──────── Extracted entries

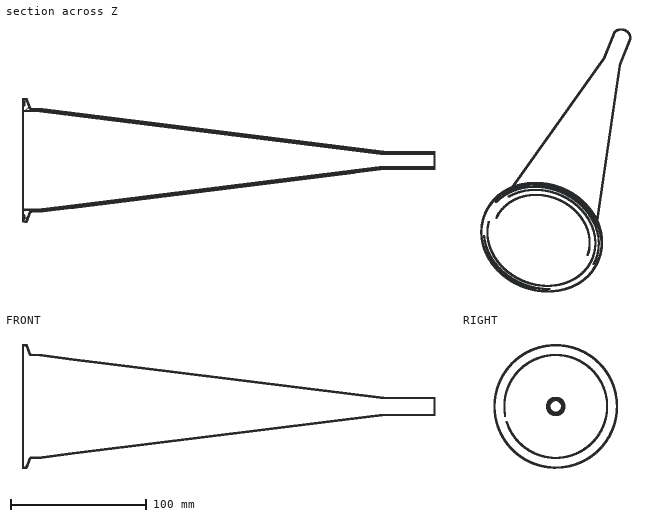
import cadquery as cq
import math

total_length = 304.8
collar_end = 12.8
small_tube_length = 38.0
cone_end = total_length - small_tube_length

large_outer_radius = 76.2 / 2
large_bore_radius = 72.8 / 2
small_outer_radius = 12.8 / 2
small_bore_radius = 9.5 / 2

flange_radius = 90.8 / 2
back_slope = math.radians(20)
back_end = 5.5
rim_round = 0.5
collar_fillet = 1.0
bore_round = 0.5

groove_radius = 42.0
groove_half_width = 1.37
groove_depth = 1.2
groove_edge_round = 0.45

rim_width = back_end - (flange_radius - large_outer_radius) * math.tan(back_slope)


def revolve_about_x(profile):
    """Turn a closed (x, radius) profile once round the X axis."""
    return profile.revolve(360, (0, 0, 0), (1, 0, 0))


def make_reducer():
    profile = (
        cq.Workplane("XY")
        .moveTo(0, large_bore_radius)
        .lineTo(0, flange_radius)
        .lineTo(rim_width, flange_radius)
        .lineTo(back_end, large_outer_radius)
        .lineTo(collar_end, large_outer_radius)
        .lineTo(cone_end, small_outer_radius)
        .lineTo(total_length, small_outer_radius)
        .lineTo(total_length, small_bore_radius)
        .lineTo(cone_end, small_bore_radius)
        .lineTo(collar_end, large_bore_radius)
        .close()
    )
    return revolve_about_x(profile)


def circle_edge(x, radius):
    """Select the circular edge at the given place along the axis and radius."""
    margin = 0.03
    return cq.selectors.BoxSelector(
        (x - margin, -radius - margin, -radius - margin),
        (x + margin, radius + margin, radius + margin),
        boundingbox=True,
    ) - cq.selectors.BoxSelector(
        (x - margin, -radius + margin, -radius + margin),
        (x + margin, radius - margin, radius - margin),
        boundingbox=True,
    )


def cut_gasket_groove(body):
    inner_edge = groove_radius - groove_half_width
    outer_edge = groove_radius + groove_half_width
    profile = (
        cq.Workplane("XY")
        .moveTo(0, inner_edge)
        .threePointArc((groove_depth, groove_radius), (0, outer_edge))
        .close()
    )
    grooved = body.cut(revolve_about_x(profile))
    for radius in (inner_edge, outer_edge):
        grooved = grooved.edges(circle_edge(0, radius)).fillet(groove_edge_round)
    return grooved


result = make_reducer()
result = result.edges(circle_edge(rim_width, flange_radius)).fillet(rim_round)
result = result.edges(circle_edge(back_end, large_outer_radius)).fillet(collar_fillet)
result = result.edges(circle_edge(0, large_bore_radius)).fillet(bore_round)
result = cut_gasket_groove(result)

────────────────

§ **What the exercise asks**
What is needed is an exact copy of each line from the top of the data above through the line containing "(x + margin, radius - margin, radius", with no pictures.

§ **Exercise answer**
import cadquery as cq
import math

total_length = 304.8
collar_end = 12.8
small_tube_length = 38.0
cone_end = total_length - small_tube_length

large_outer_radius = 76.2 / 2
large_bore_radius = 72.8 / 2
small_outer_radius = 12.8 / 2
small_bore_radius = 9.5 / 2

flange_radius = 90.8 / 2
back_slope = math.radians(20)
back_end = 5.5
rim_round = 0.5
collar_fillet = 1.0
bore_round = 0.5

groove_radius = 42.0
groove_half_width = 1.37
groove_depth = 1.2
groove_edge_round = 0.45

rim_width = back_end - (flange_radius - large_outer_radius) * math.tan(back_slope)


def revolve_about_x(profile):
    """Turn a closed (x, radius) profile once round the X axis."""
    return profile.revolve(360, (0, 0, 0), (1, 0, 0))


def make_reducer():
    profile = (
        cq.Workplane("XY")
        .moveTo(0, large_bore_radius)
        .lineTo(0, flange_radius)
        .lineTo(rim_width, flange_radius)
        .lineTo(back_end, large_outer_radius)
        .lineTo(collar_end, large_outer_radius)
        .lineTo(cone_end, small_outer_radius)
        .lineTo(total_length, small_outer_radius)
        .lineTo(total_length, small_bore_radius)
        .lineTo(cone_end, small_bore_radius)
        .lineTo(collar_end, large_bore_radius)
        .close()
    )
    return revolve_about_x(profile)


def circle_edge(x, radius):
    """Select the circular edge at the given place along the axis and radius."""
    margin = 0.03
    return cq.selectors.BoxSelector(
        (x - margin, -radius - margin, -radius - margin),
        (x + margin, radius + margin, radius + margin),
        boundingbox=True,
    ) - cq.selectors.BoxSelector(
        (x - margin, -radius + margin, -radius + margin),
        (x + margin, radius - margin, radius - margin),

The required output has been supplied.